Tomo prestado el título de la novela de Jan Dost, publicada por Ediciones del Oriente y del Mediterráneo, y que hace referencia a los autobuses que trasladaron a civiles y a miembros del ejército de Estado Islámico que intentaron derrocar el régimen de Bashar al-Ásad hasta la región de Idleb, para reflexionar sobre la difícil situación de una tierra bombardeada por Occidente con la excusa de liberar al pueblo sirio del yugo del despotismo, pero que en realidad sólo era una maniobra de expolio de los recursos naturales del país y un castigo a su gobierno por su vinculación con Irán, algo que socava los intereses del Gran Israel y de la industria armamentística y multinacionales de los poderes financieros.
Fue tal el castigo impuesto a Siria desde las covachuelas de las grandes potencias occidentales que incluso tras el devastador terremoto que tuvo lugar el pasado 6 de febrero Francia y Gran Bretaña negaron su ayuda económica al país e incluso en la frontera con Turquía y debido a la estrategia geopolítica de Recep Tayyip Erdoğan se privó a los damnificados por el seísmo de cualquier mínima ayuda.
Sólo Irán y Rusia, con intereses estratégicos en el país, evitaron que Siria quedara a merced de los mercenarios que pretendían apropiarse de sus riquezas y además contribuyeron a fortalecer el régimen de al-Ásad que, gracias a las milicias de Hezbolá expulsó de sus dominios a los integristas islámicos.
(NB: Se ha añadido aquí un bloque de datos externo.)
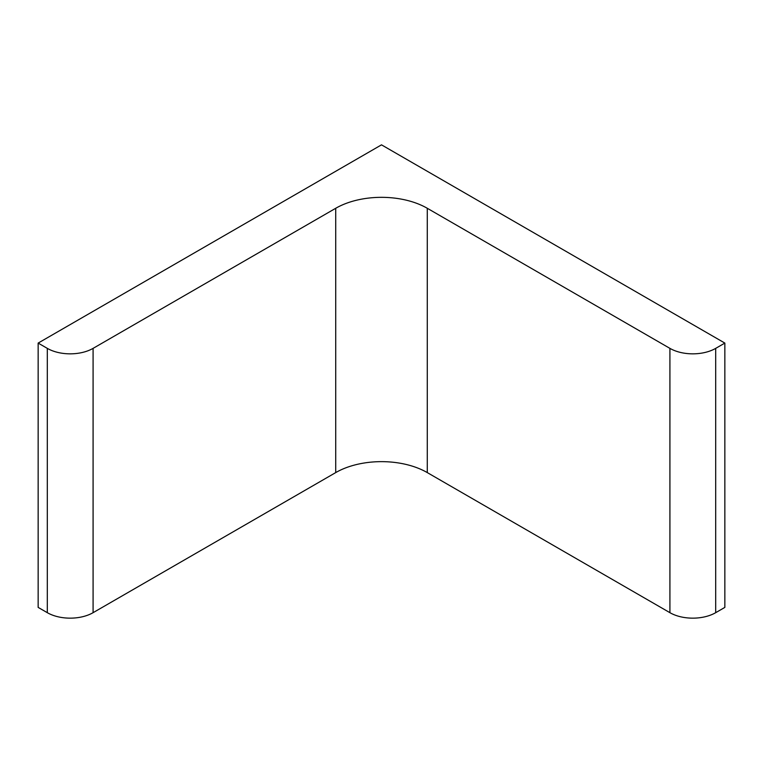 <?xml version="1.0" encoding="UTF-8"?>
<svg xmlns="http://www.w3.org/2000/svg" width="763" height="763" viewBox="0 0 763 763"><rect width="100%" height="100%" fill="white"/><g stroke="black" fill="none" stroke-linecap="round" stroke-linejoin="round"><path stroke-width="1.14" d="M381.5 144.846L724.85 343.083L715.694 348.367A32.37 18.694 0 0 1 669.914 348.367L427.28 208.28A64.741 37.377 0 0 0 335.72 208.28L93.086 348.367A32.37 18.694 0 0 1 47.306 348.367L38.15 343.083L381.5 144.846M38.15 343.083L38.15 607.396L47.306 612.679A32.37 18.694 0 0 0 93.086 612.679L335.72 472.593A64.741 37.377 0 0 1 427.28 472.593L669.914 612.679A32.37 18.694 0 0 0 715.694 612.679L724.85 607.396L724.85 343.083M47.306 612.679L47.306 348.367M93.086 612.679L93.086 348.367M335.72 472.593L335.72 208.28M427.28 472.593L427.28 208.28M669.914 612.679L669.914 348.367M715.694 612.679L715.694 348.367"/></g></svg>
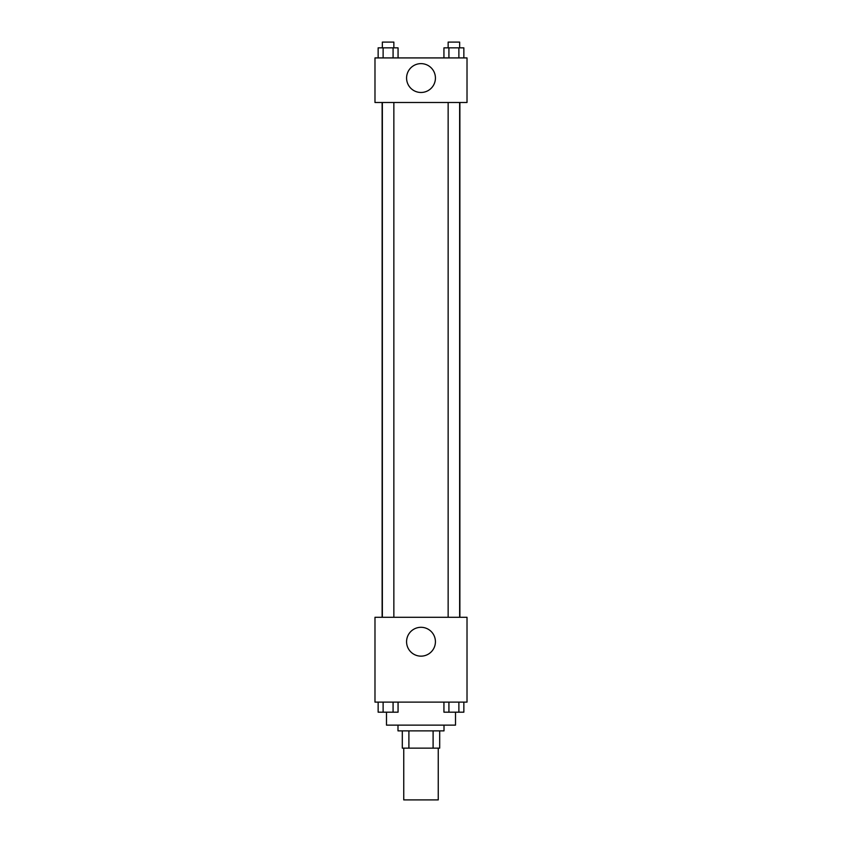 <?xml version="1.0" encoding="UTF-8"?>
<svg xmlns="http://www.w3.org/2000/svg" width="842" height="842" viewBox="0 0 842 842"><rect width="100%" height="100%" fill="white"/><g stroke="black" fill="none" stroke-linecap="round" stroke-linejoin="round"><path stroke-width="1.26" d="M403.75 748.138L403.75 799.9L438.25 799.9L438.25 748.138M433.104 730.877L433.104 748.138L402.308 748.138L402.308 730.877M433.104 748.138L439.692 748.138L439.692 730.877L439.692 748.138M444.008 725.13L444.008 730.877L397.992 730.877L397.992 725.13M408.896 730.877L408.896 748.138M386.489 712.227L386.489 725.13L455.511 725.13L455.511 712.227M467.015 702.123L374.985 702.123L374.985 617.281L467.015 617.281L467.015 702.123M421 656.15A14.43 14.43 0 0 1 408.507 634.51A14.43 14.43 0 0 1 433.493 634.51A14.43 14.43 0 0 1 421 656.15M459.879 102.492L459.879 617.281M448.144 617.281L448.144 102.492M393.856 102.492L393.856 617.281M467.015 102.492L374.985 102.492L374.985 57.919L467.015 57.919L467.015 102.492M435.43 78.053A14.43 14.43 0 0 1 413.79 90.547A14.43 14.43 0 0 1 413.79 65.56A14.43 14.43 0 0 1 435.43 78.053M463.858 57.919L463.858 47.847L443.934 47.847L443.934 57.919M458.879 47.847L458.879 57.919M448.923 47.847L448.923 57.919M448.144 47.847L448.144 42.1L459.648 42.1L459.648 47.847M398.066 57.919L398.066 47.847L378.142 47.847L378.142 57.919M393.077 47.847L393.077 57.919M383.121 47.847L383.121 57.919M382.352 47.847L382.352 42.1L393.856 42.1L393.856 47.847M463.858 702.123L463.858 712.185L443.934 712.185L443.934 702.123M458.879 702.123L458.879 712.185M448.923 702.123L448.923 712.185M459.648 712.185L448.144 712.185M398.066 702.123L398.066 712.185L378.142 712.185L378.142 702.123M393.077 702.123L393.077 712.185M383.121 702.123L383.121 712.185M393.856 712.185L382.352 712.185M382.121 102.492L382.121 617.281M459.648 617.281L459.648 102.492M382.352 102.492L382.352 617.281"/></g></svg>

De ahí, el autobús verde que salió de Alepo. Y, pese a los ataques aéreos, Damasco resistió bravamente.
Siria fue uno de los países que protagonizaron las manifestaciones de la Primavera Árabe, aunque éstas no tuvieron mucha repercusión en la población. Pero, aprovechando que el Éufrates pasa por la zona, los países occidentales iniciaron una ofensiva con el objeto de derrocar a su presidente. Pero no con el propósito loable de quien busca más democratización como sucedió en Túnez o Egipto, sino para desestabilizar el país y rendirlo a los intereses de las multinacionales.
La mayor parte del territorio sirio fue bombardeado con ensañamiento por Gran Bretaña, Estados Unidos y Francia, en especial por las fuerzas aéreas francesas cuyo gobierno justificó los ataques alegando que entre los siete asaltantes de la parisina Sala Bataclan había algunos de origen sirio. El entonces presidente François Hollande mostró su lado más cruel y oportunista, aunque sus intentos de sacarle partido al atentado resultaron baldíos.
El armamento entregado por Rusia a Damasco y la necesidad de evitar que Siria quedara en manos de Israel (o peor, de los radicales islámicos) consiguieron que la nación resistiera las múltiples agresiones de las que fue objeto y lo que es más paradójico: los intentos de mejorar las condiciones de vida de sus ciudadanos, que era el principal fin de la Primavera Árabe, quedaron en nada, porque el régimen se replegó sobre sí mismo y no permitió ninguna apertura.
Según parece, los integristas del ejército de Estado Islámico, que tenían el apoyo de Estados Unidos, fueron totalmente derrotados, aunque algunos analistas conocedores de la zona no quieren lanzar las campanas al vuelo, por si acaso se reproducen más hostilidades. Ahora Damasco reclama que Israel no les agreda continuadamente con el pretexto de que apoya a los palestinos más radicales. Siria se prepara, incluso, para que más autobuses verdes salgan de Alepo, la ciudad más poblada del país.